The GoPro camera collected approximately 4,000 images of the favela’s main streets, covering approximately 30% of the area, says Verniz. A second camera captured 360-degree images at around 100 strategic points. These materials were then used to create an immersive virtual reconstruction of the neighborhood.
“Santa Marta was used as a case study for the development of a parametric design tool for complex urban environments,” explains the researcher. Parametric design is a type of computer-assisted design (CAD) method in which restrictions and relationships are established among design parameters (such as dimensions). These parameters can be automatically changed to facilitate design in architecture and urban planning projects.
3D scanning also has applications in crime scene investigation
Three-dimensional laser scanners are part of the arsenal of technologies now used in law enforcement to solve crimes. For example, the São Paulo Crime Scene Investigation Department (SPTC) used laser scanners to reconstruct a crime scene involving the deaths of nine teenagers during a police raid on a “funk party” (baile funk) in Sao Paulo’s Paraisópolis favela, in December 2019.
“This was the first time we reconstructed a crime scene using 3D scans in São Paulo,” says forensic investigator Karin Kawakami De Vicente, of SPTC. She led the field team of agents from the Civil Police’s Homicides and Crimes against Persons (DHPP) division. “We scanned the main street in Paraisópolis and the two alleys where the teenagers died of asphyxiation due to a stampede. The digital reconstruction helped us to understand crowd movement and flow.”
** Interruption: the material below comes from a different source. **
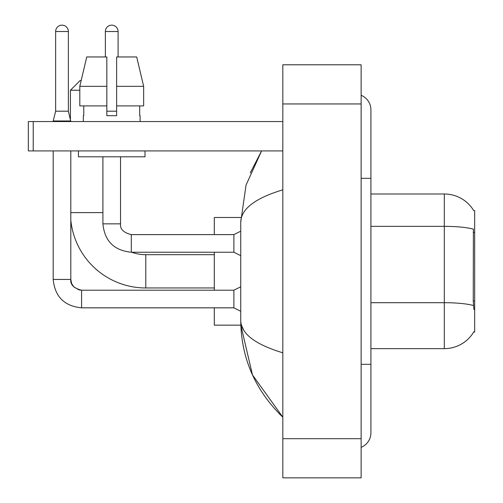 <?xml version="1.0" encoding="UTF-8"?>
<svg xmlns="http://www.w3.org/2000/svg" width="503" height="503" viewBox="0 0 503 503"><rect width="100%" height="100%" fill="white"/><g stroke="black" fill="none" stroke-linecap="round" stroke-linejoin="round"><path stroke-width="0.75" d="M370.912 348.648L444.325 348.648A34.261 34.261 0 0 0 473.876 331.716L473.707 332.005L474.669 332.005L474.669 210.638L473.782 210.757A34.261 34.261 0 0 0 444.325 193.995A34.261 34.261 0 0 1 473.707 210.638A34.261 34.261 0 0 0 444.325 193.995L370.912 193.995M473.876 309.496L473.248 300.989L473.392 229.148A34.261 5.948 180 0 0 444.325 226.35L444.325 193.995A34.261 34.261 0 0 1 473.782 210.757M143.657 105.9L143.657 86.327L136.703 56.958L143.657 86.327L143.657 105.9L116.621 105.9L116.621 56.958L136.703 56.958L143.657 86.327L116.621 86.327M79.801 90.238L70.42 90.238L80.21 80.455L81.184 80.455L86.749 56.958L79.801 86.327L86.749 56.958L106.831 56.958L106.831 115.69L116.621 115.69L116.621 105.9M214.303 287.961L145.788 287.961A75.368 75.368 0 0 1 70.81 220.264M145.788 287.961L145.788 254.681A42.089 42.089 0 0 1 131.648 252.236M70.42 119.412L70.42 90.238M214.303 252.236L214.303 290.212M214.303 307.83L214.303 325.158L240.818 325.158L252.487 374.942L282.824 417.163C255.178 390.328 241.151 358.098 240.736 320.461C241.044 333.634 255.078 344.417 282.824 352.81M240.818 217.485L214.303 217.485L214.303 234.618M68.364 111.188L55.638 111.188L55.638 31.513A6.363 6.363 0 0 1 62.001 25.15A6.363 6.363 0 0 1 68.364 31.513L68.364 111.188L70.81 121.563M240.736 311.256L233.882 307.83L233.882 290.212L240.736 286.785M53.192 150.925L53.192 279.448L70.81 279.448L70.81 150.925M53.192 121.563L53.192 120.978L70.81 120.978M105.366 56.958L105.366 31.513A6.363 6.363 0 0 1 111.729 25.15A6.363 6.363 0 0 1 118.086 31.513L118.086 56.958M240.736 255.662L233.882 252.236L233.882 234.618L240.736 231.191M102.914 156.798L102.914 223.848L120.538 223.848L120.538 156.798M106.831 111.188L116.621 111.188M33.223 150.925L28.331 150.925L28.331 121.563L33.223 121.563L33.223 150.925L282.824 150.925M282.824 121.563L33.223 121.563M83.341 115.69L83.768 115.69L83.341 115.69L83.341 121.563M140.111 115.69L139.689 115.69L140.111 115.69L140.111 121.563M139.689 105.9L139.689 115.69M116.621 115.69L106.831 115.69M83.768 115.69L83.768 105.9M78.449 150.925L78.449 156.798L145.002 156.798L145.002 150.925M106.831 105.9L79.801 105.9L79.801 86.327L106.831 86.327M361.129 364.31L370.912 364.31L370.912 109.817A15.662 15.662 0 0 0 361.129 95.3A15.662 15.662 0 0 1 370.912 109.817A15.662 15.662 0 0 0 361.129 95.3M361.129 447.343A15.662 15.662 0 0 0 370.912 432.825A15.662 15.662 0 0 1 361.129 447.343A15.662 15.662 0 0 0 370.912 432.825A15.662 15.662 0 0 1 361.129 447.343M282.824 189.832C255.134 198.176 241.107 208.965 240.736 222.181L240.736 320.461M282.824 477.85L361.129 477.85L361.129 64.793L282.824 64.793L282.824 477.85M240.736 222.181L246.055 185.047L261.591 150.925L250.261 172.906M243.672 330.05L241.427 325.158M474.669 232.474L473.248 232.474M474.669 300.989L473.248 300.989M444.325 348.648L444.325 226.35L370.912 226.35M473.493 305.522A34.261 5.948 180 0 0 444.325 302.693L370.912 302.693M70.81 212.593L102.914 212.593M233.882 307.83L81.58 307.83C64.359 306.126 54.896 296.669 53.192 279.448C54.896 296.669 64.359 306.126 81.58 307.83C64.359 306.126 54.896 296.669 53.192 279.448C54.896 296.669 64.359 306.126 81.58 307.83C64.359 306.126 54.896 296.669 53.192 279.448C54.896 296.669 64.359 306.126 81.58 307.83C64.359 306.126 54.896 296.669 53.192 279.448C54.896 296.669 64.359 306.126 81.58 307.83C64.359 306.126 54.896 296.669 53.192 279.448C54.896 296.669 64.359 306.126 81.58 307.83L81.58 290.231M55.638 31.513L68.364 31.513M233.882 252.236L131.302 252.236C114.08 250.532 104.618 241.069 102.914 223.848C104.618 241.069 114.08 250.532 131.302 252.236C114.08 250.532 104.618 241.069 102.914 223.848C104.618 241.069 114.08 250.532 131.302 252.236L131.302 234.631C123.531 232.656 119.94 229.072 120.538 223.848C119.94 229.072 123.531 232.656 131.302 234.618C123.531 232.656 119.94 229.072 120.538 223.848C119.94 229.072 123.531 232.656 131.302 234.618C123.531 232.656 119.94 229.072 120.538 223.848C119.94 229.072 123.531 232.656 131.302 234.618C123.531 232.656 119.94 229.072 120.538 223.848C119.94 229.072 123.531 232.656 131.302 234.618C123.531 232.656 119.94 229.072 120.538 223.848C119.94 229.072 123.531 232.656 131.302 234.618L233.882 234.618M105.366 31.513L118.086 31.513M361.129 178.332L370.912 178.332M282.824 438.698L361.129 438.698M282.824 103.945L361.129 103.945M214.303 254.681L145.788 254.681M70.81 279.448C70.219 284.667 73.809 288.257 81.58 290.212C73.809 288.257 70.219 284.667 70.81 279.448L71.665 283.648L73.966 287.056L79.059 289.91L81.58 290.212L233.882 290.212M55.638 111.188L53.192 120.978M102.914 223.848C104.618 241.069 114.08 250.532 131.302 252.236M370.912 364.31L370.912 432.825M282.824 417.163L279.416 413.875"/></g></svg>

The 3D reconstruction of the slum environment was developed using 32 scan points, explains Kawakami. The investigators also used 1,588 aerial images captured from drones, which were then converted into point clouds and blended with the 3DLS point clouds. “Laser scanning allowed us to reconstruct the crime scene with millimeter resolution, creating a highly detailed model of the site. This allowed us to determine how many people those narrow streets could accommodate safely,” says Kawakami. “We’ve used laser scanners in hundreds of crime scene investigations since they were first introduced at the department in October 2020.” In July, the Civil Police indicted nine military police officers for manslaughter for their role in the raid that led to the tragedy in Paraisópolis.
MIRANDA, A. S. et al. Favelas 4D: Scalable methods for morphology analysis of informal settlements using terrestrial laser scanning data. arXiv. 23 Apr. 2021.
OPREAN, D. et al. Conceptualizing the remote site experience through immersive technology: Unraveling the Santa Marta Favela from students’ perspectives. Landscape Journal. Vol. 39, pp. 31–49. 2021.